• **Try it**: Starting with the line that contains "outer_ring_half_width = recess_floor_z" and stopping after the line that contains "flinger_collar_diameter = 40.8", return each line below exactly as written, with no others.

+++ Data provided

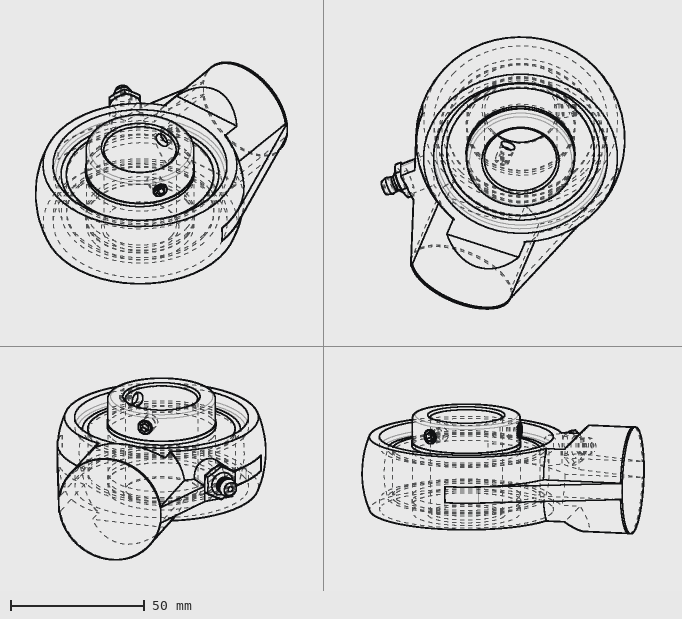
import cadquery as cq
import math


total_length = 102.7
body_radius = 39.0
shank_end_y = total_length - body_radius

body_half_width = 13.9
body_face_radius = 36.3
recess_diameter = 65.0
recess_floor_z = 9.2
recess_fillet = 1.0
seat_radius = 30.9

shank_radius = 39.8 / 2
end_collar_radius = 40.1 / 2
end_collar_length = 0.7
shank_start_y = 33.5
flat_end_y = 40.4
flat_ramp_height = shank_radius - body_half_width

web_half_thickness = 3.1

nipple_angle = 135.0
nipple_axis_z = 4.0
grease_boss_radius = 6.0
grease_boss_start = 33.9
grease_boss_end = 46.5
nipple_hex_flats = 11.5
nipple_hex_length = 3.0
nipple_crown_radius = 4.4
nipple_crown_slope = 20.0
nipple_neck_start = 50.8
nipple_groove_radius = 2.7
nipple_neck_radius = 3.1
nipple_collar_radius = 6.0 / 2
nipple_collar_start = 51.8
nipple_collar_end = 52.4
nipple_head_radius = 3.4
nipple_head_widest = 53.9
nipple_tip_radius = 2.6
nipple_tip = 56.1
nipple_ball_radius = 1.2
nipple_ball_center = 55.4

outer_ring_half_width = recess_floor_z
outer_ring_bore_diameter = 55.1

inner_ring_diameter = 40.3
inner_ring_bore_diameter = 27.0
inner_ring_top_z = 22.2
inner_ring_bottom_z = -15.8
inner_ring_fillet = 1.0
inner_ring_bore_chamfer = 0.9

flinger_diameter = 55.0
flinger_collar_diameter = 40.8
flinger_collar_top_z = 11.9
flinger_face_inner_z = 10.5
flinger_face_outer_z = recess_floor_z
flinger_bottom_z = 8.2

screw_angles = (90.0, -30.0)
screw_z = 17.2
screw_diameter = 5.3
screw_inner_end = 15.7
screw_outer_end = 20.8
screw_chamfer = 0.3
socket_flats = 2.9
socket_depth = 2.6


def hexagon_corner_diameter(flats):
    return flats / math.cos(math.radians(30))


def radial_plane(angle, distance, height):
    """Plane facing outward at a given distance from the Z axis, with its local Y along Z."""
    a = math.radians(angle)
    return cq.Plane(
        origin=(distance * math.cos(a), distance * math.sin(a), height),
        xDir=(-math.sin(a), math.cos(a), 0),
        normal=(math.cos(a), math.sin(a), 0),
    )


def cylinder(diameter, bottom, top):
    return cq.Workplane("XY").workplane(offset=bottom).circle(diameter / 2).extrude(top - bottom)


def make_barrel():
    return (
        cq.Workplane("XZ")
        .moveTo(0, -body_half_width)
        .lineTo(body_face_radius, -body_half_width)
        .threePointArc((body_radius, 0), (body_face_radius, body_half_width))
        .lineTo(0, body_half_width)
        .close()
        .revolve(360, (0, 0), (0, 1))
    )


def make_shank():
    end_plane = cq.Workplane("XZ", origin=(0, shank_end_y, 0))
    shank = end_plane.circle(shank_radius).extrude(shank_end_y - shank_start_y)
    end_collar = end_plane.circle(end_collar_radius).extrude(end_collar_length)
    flat_cutter = (
        cq.Workplane("YZ")
        .moveTo(0, body_half_width)
        .lineTo(flat_end_y, body_half_width)
        .lineTo(flat_end_y + flat_ramp_height, shank_radius)
        .lineTo(0, shank_radius)
        .close()
        .extrude(shank_radius, both=True)
    )
    return shank.cut(flat_cutter).cut(flat_cutter.mirror("XY")).union(end_collar)


def make_web():
    corner_distance = math.hypot(shank_radius, shank_end_y)
    corner_angle = math.atan2(shank_end_y, shank_radius)
    tangent_angle = corner_angle - math.acos(body_radius / corner_distance)
    tangent_x = body_radius * math.cos(tangent_angle)
    tangent_y = body_radius * math.sin(tangent_angle)
    arc_mid_x = body_radius * math.cos(tangent_angle / 2)
    arc_mid_y = body_radius * math.sin(tangent_angle / 2)
    return (
        cq.Workplane("XY")
        .moveTo(-shank_radius, shank_end_y)
        .lineTo(-tangent_x, tangent_y)
        .threePointArc((-arc_mid_x, arc_mid_y), (-body_radius, 0))
        .lineTo(body_radius, 0)
        .threePointArc((arc_mid_x, arc_mid_y), (tangent_x, tangent_y))
        .lineTo(shank_radius, shank_end_y)
        .close()
        .extrude(web_half_thickness, both=True)
    )


def make_grease_boss():
    skirt_bottom = -web_half_thickness - nipple_axis_z
    return (
        cq.Workplane(radial_plane(nipple_angle, grease_boss_start, nipple_axis_z))
        .moveTo(-grease_boss_radius, skirt_bottom)
        .lineTo(grease_boss_radius, skirt_bottom)
        .lineTo(grease_boss_radius, 0)
        .threePointArc((0, grease_boss_radius), (-grease_boss_radius, 0))
        .close()
        .extrude(grease_boss_end - grease_boss_start)
    )


def make_seat_sphere():
    return cq.Workplane("XY").sphere(seat_radius)


def make_recess():
    """Cutter for the round recess in the top face, rounded where the wall meets the floor."""
    return (
        cylinder(recess_diameter, recess_floor_z, body_half_width)
        .faces("<Z")
        .edges()
        .fillet(recess_fillet)
    )


def make_housing():
    recess = make_recess()
    plate = make_shank().union(make_web()).union(make_grease_boss())
    solid = make_barrel().union(plate)
    return solid.cut(recess).cut(recess.mirror("XY")).cut(make_seat_sphere())


def revolve_about_nipple_axis(points):
    """Solid of revolution from (radius, distance from the Z axis) points on the nipple axis."""
    a = math.radians(nipple_angle)
    profile_plane = cq.Plane(
        origin=(0, 0, nipple_axis_z),
        xDir=(0, 0, 1),
        normal=(-math.sin(a), math.cos(a), 0),
    )
    return cq.Workplane(profile_plane).polyline(points).close().revolve(360, (0, 0), (0, 1))


def make_nipple_hexagon():
    corner_diameter = hexagon_corner_diameter(nipple_hex_flats)
    hexagon = (
        cq.Workplane(radial_plane(nipple_angle, grease_boss_end, nipple_axis_z))
        .transformed(rotate=(0, 0, 90))
        .polygon(6, corner_diameter)
        .extrude(nipple_hex_length)
    )
    corner_radius = corner_diameter / 2
    hex_end = grease_boss_end + nipple_hex_length
    crown_drop = (corner_radius - nipple_crown_radius) * math.tan(math.radians(nipple_crown_slope))
    crown = revolve_about_nipple_axis([
        (0, grease_boss_end),
        (corner_radius, grease_boss_end),
        (corner_radius, hex_end - crown_drop),
        (nipple_crown_radius, hex_end),
        (0, hex_end),
    ])
    return hexagon.intersect(crown)


def make_nipple_head():
    hex_end = grease_boss_end + nipple_hex_length
    return revolve_about_nipple_axis([
        (0, hex_end),
        (nipple_crown_radius, hex_end),
        (nipple_neck_radius, nipple_neck_start),
        (nipple_groove_radius, nipple_collar_start),
        (nipple_collar_radius, nipple_collar_start),
        (nipple_collar_radius, nipple_collar_end),
        (nipple_head_radius, nipple_head_widest),
        (nipple_tip_radius, nipple_tip),
        (0, nipple_tip),
    ])


def make_nipple_ball():
    center_plane = radial_plane(nipple_angle, nipple_ball_center, nipple_axis_z)
    return cq.Workplane(center_plane).sphere(nipple_ball_radius)


def make_nipple():
    return make_nipple_hexagon().union(make_nipple_head()).union(make_nipple_ball())


def make_outer_ring():
    slab = cylinder(2 * seat_radius, -outer_ring_half_width, outer_ring_half_width)
    bore = cylinder(outer_ring_bore_diameter, -outer_ring_half_width, outer_ring_half_width)
    return make_seat_sphere().intersect(slab).cut(bore)


def make_inner_ring():
    ring = (
        cylinder(inner_ring_diameter, inner_ring_bottom_z, inner_ring_top_z)
        .faces("<Z or >Z")
        .edges()
        .fillet(inner_ring_fillet)
    )
    bore = cylinder(inner_ring_bore_diameter, inner_ring_bottom_z, inner_ring_top_z)
    ring = ring.cut(bore)
    ring = ring.faces("<Z or >Z").edges("%CIRCLE").edges(
        cq.selectors.RadiusNthSelector(0)).chamfer(inner_ring_bore_chamfer)
    for angle in screw_angles:
        hole = (
            cq.Workplane(radial_plane(angle, 0, screw_z))
            .circle(screw_diameter / 2)
            .extrude(inner_ring_diameter / 2 + 1)
        )
        ring = ring.cut(hole)
    return ring


def make_flinger():
    inner_radius = inner_ring_diameter / 2
    collar_radius = flinger_collar_diameter / 2
    outer_radius = flinger_diameter / 2
    return (
        cq.Workplane("XZ")
        .moveTo(inner_radius, flinger_bottom_z)
        .lineTo(outer_radius, flinger_bottom_z)
        .lineTo(outer_radius, flinger_face_outer_z)
        .lineTo(collar_radius, flinger_face_inner_z)
        .lineTo(collar_radius, flinger_collar_top_z)
        .lineTo(inner_radius, flinger_collar_top_z)
        .close()
        .revolve(360, (0, 0), (0, 1))
    )


def make_set_screw(angle):
    screw = (
        cq.Workplane(radial_plane(angle, screw_inner_end, screw_z))
        .circle(screw_diameter / 2)
        .extrude(screw_outer_end - screw_inner_end)
        .edges("%CIRCLE")
        .chamfer(screw_chamfer)
    )
    socket = (
        cq.Workplane(radial_plane(angle, screw_outer_end, screw_z))
        .transformed(rotate=(0, 0, 90))
        .polygon(6, hexagon_corner_diameter(socket_flats))
        .extrude(-socket_depth)
    )
    return screw.cut(socket)


housing = make_housing()
outer_ring = make_outer_ring()
inner_ring = make_inner_ring()
top_flinger = make_flinger()
flingers = [top_flinger, top_flinger.mirror("XY")]
set_screws = [make_set_screw(angle) for angle in screw_angles]
nipple = make_nipple()

result = cq.Compound.makeCompound(
    [housing.val(), outer_ring.val(), inner_ring.val(), nipple.val()]
    + [flinger.val() for flinger in flingers]
    + [screw.val() for screw in set_screws]
)

++++++

• **Output of the exercise**:
outer_ring_half_width = recess_floor_z
outer_ring_bore_diameter = 55.1

inner_ring_diameter = 40.3
inner_ring_bore_diameter = 27.0
inner_ring_top_z = 22.2
inner_ring_bottom_z = -15.8
inner_ring_fillet = 1.0
inner_ring_bore_chamfer = 0.9

flinger_diameter = 55.0
flinger_collar_diameter = 40.8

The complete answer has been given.